Brief - The answer should be one number, the count of lines in the data with "style".

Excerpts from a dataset
::::::::

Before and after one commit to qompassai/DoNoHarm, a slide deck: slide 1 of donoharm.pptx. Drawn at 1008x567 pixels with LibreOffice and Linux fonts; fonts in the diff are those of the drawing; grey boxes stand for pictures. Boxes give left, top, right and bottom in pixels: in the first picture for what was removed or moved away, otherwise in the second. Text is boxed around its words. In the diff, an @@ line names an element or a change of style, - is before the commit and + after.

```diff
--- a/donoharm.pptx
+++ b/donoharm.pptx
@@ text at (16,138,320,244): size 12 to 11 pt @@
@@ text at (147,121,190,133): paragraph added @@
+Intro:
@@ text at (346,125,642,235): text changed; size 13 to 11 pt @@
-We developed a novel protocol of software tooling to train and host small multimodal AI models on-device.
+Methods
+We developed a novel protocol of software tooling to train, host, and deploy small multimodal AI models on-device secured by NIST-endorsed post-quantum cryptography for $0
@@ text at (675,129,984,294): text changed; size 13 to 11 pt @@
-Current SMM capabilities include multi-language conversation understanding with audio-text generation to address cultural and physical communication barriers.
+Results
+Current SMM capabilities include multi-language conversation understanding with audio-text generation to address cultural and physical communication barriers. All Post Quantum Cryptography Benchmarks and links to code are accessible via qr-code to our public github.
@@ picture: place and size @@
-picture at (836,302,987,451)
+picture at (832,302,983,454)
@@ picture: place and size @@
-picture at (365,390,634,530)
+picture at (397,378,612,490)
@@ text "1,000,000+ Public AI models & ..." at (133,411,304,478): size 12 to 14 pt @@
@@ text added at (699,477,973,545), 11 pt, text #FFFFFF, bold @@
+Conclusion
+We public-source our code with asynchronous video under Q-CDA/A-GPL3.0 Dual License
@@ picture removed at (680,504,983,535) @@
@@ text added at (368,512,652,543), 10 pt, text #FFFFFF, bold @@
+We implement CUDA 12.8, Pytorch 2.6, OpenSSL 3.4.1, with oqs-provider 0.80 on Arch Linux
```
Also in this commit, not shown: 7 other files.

::::::::

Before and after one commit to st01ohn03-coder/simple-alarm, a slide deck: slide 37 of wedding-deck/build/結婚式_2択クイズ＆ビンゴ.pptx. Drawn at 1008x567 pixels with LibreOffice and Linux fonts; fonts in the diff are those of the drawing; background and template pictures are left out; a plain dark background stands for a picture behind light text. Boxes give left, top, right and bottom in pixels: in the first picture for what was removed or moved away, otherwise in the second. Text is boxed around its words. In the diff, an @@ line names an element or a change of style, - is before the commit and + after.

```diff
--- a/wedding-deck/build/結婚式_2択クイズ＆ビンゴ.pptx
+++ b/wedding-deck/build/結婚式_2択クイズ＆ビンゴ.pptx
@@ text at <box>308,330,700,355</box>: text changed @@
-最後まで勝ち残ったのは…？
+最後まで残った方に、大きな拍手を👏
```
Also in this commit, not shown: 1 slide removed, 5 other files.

::::::::

Expected output - 2